━━ DATA PROVIDED

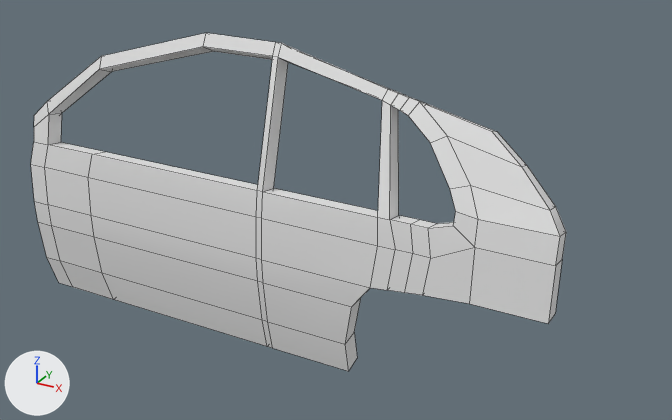
One commit to the OBJ model Project/RoadtripRunner/Arts and Crap/house models/carDoor.obj: the scene before it, then after it.
The view is the same before and after, from a 50 mm camera at (21.1, -35.4, 24.7) aimed at (0.5, 2.1, 5.9). The lights are fixed; the arrows at lower left show +X, +Y and +Z. Mesh edges are drawn as thin lines. Where no turn or scale is listed for an object, it has been applied to the vertices.

Names of what the first picture shows: 'carDoor'.
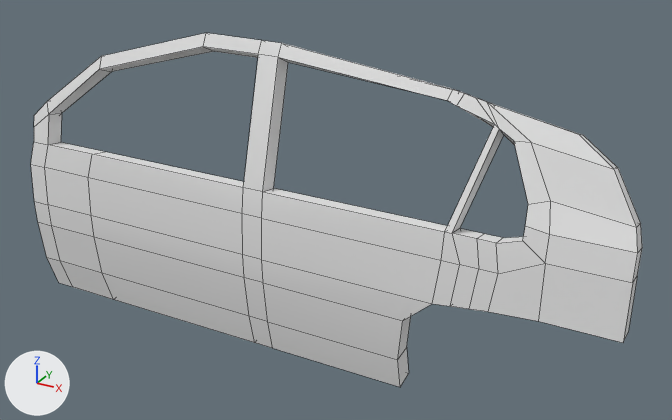
Commit message: edited the car door model

What the commit changed:
me_cardoor is used by ob_cardoor; location (0.0, 0.0, 0.0).
Verts and faces of me_cardoor; kept vertices keep their numbers, new ones are numbered from 160.
Before the commit, vertices of me_cardoor: 30 (-2.6, 1.2, -1.7), 31 (-2.6, 0.2, -1.9) at pixel (267, 346), 32 (-2.6, -0.2, -0.1) at pixel (262, 320), 33 (-2.6, 0.8, 0.0), 34 (-2.6, -0.5, 2.3) at pixel (257, 281).
Before the commit, vertices of me_cardoor: 35 (-2.6, 0.5, 2.3), 36 (-2.6, -0.5, 3.6) at pixel (256, 258), 37 (-2.6, 0.5, 3.6), 38 (-2.6, -0.4, 5.8) at pixel (256, 217), 39 (-2.6, 0.6, 5.8).
Before the commit, vertices of me_cardoor: 40 (-2.6, -0.2, 7.2) at pixel (257, 190), 41 (-2.6, 0.8, 7.0), 56 (-2.8, 2.7, 13.0), 57 (-2.8, 1.8, 13.4) at pixel (272, 56), 60 (-2.8, 3.0, 13.6).
Before the commit, vertices of me_cardoor: 61 (-2.8, 2.1, 14.1) at pixel (275, 42).
me_cardoor had 160 vertices, 164 faces and spanned x -17.9..12.4, y -0.5..3.0, z -1.9..14.1.
me_cardoor now has 160 vertices, 164 faces and spans x -17.9..15.5, y -0.5..3.0, z -1.9..14.1.
Part 1, on me_cardoor:
5 faces are deleted.
18 vertices in x 3.8..8.7, y -0.5..0.9, z 3.6..8.1 move by (3.2, 0.0, 0.0).
18 vertices in x 4.1..12.4, y -0.5..1.0, z 3.7..8.2 move by (3.1, 0.0, 0.0).
5 vertices in x 3.3..4.4, y 1.8..2.8, z 11.7..12.6 move by (3.2, 0.0, 0.5).
4 vertices in x 2.3, y -0.2..1.2, z -1.9..0.0 move by (2.9, 0.0, 0.0).
4 vertices in x 3.2..4.9, y 1.6..2.7, z 12.0..12.2 move by (3.2, 0.0, 0.4).
3 vertices in x 7.2..11.7, y 1.3..1.4, z 8.7..9.1 move by (3.5, 0.0, 0.0).
24 vertices move from x 2.8..11.7, y -0.5..2.5, z 2.3..12.3 to x 5.5..15.3, y -0.5..2.5, z 2.3..12.8.
5 new faces join them.
Part 2, on me_cardoor:
Vertices 30 to 41 move by (-0.9, 0.0, 0.0).
Vertices 56, 57, 60, 61 move by (-0.8, 0.0, 0.0).

Pixel boxes (x1, y1, x2, y2) of what changed, in the pictures (672 x 420 px; the box of a moved part takes in the faces that stretch with it):
part 1 of me_cardoor, moved or reshaped: before (271, 44, 566, 371); after (271, 44, 642, 387)
part 2 of me_cardoor, moved or reshaped: (88, 33, 282, 348) in both

━━━━

- [WORK ORDER] Return all lines of the data in which the string "model" appears.

- [RESPONSE]
One commit to the OBJ model Project/RoadtripRunner/Arts and Crap/house models/carDoor.obj: the scene before it, then after it.
Commit message: edited the car door model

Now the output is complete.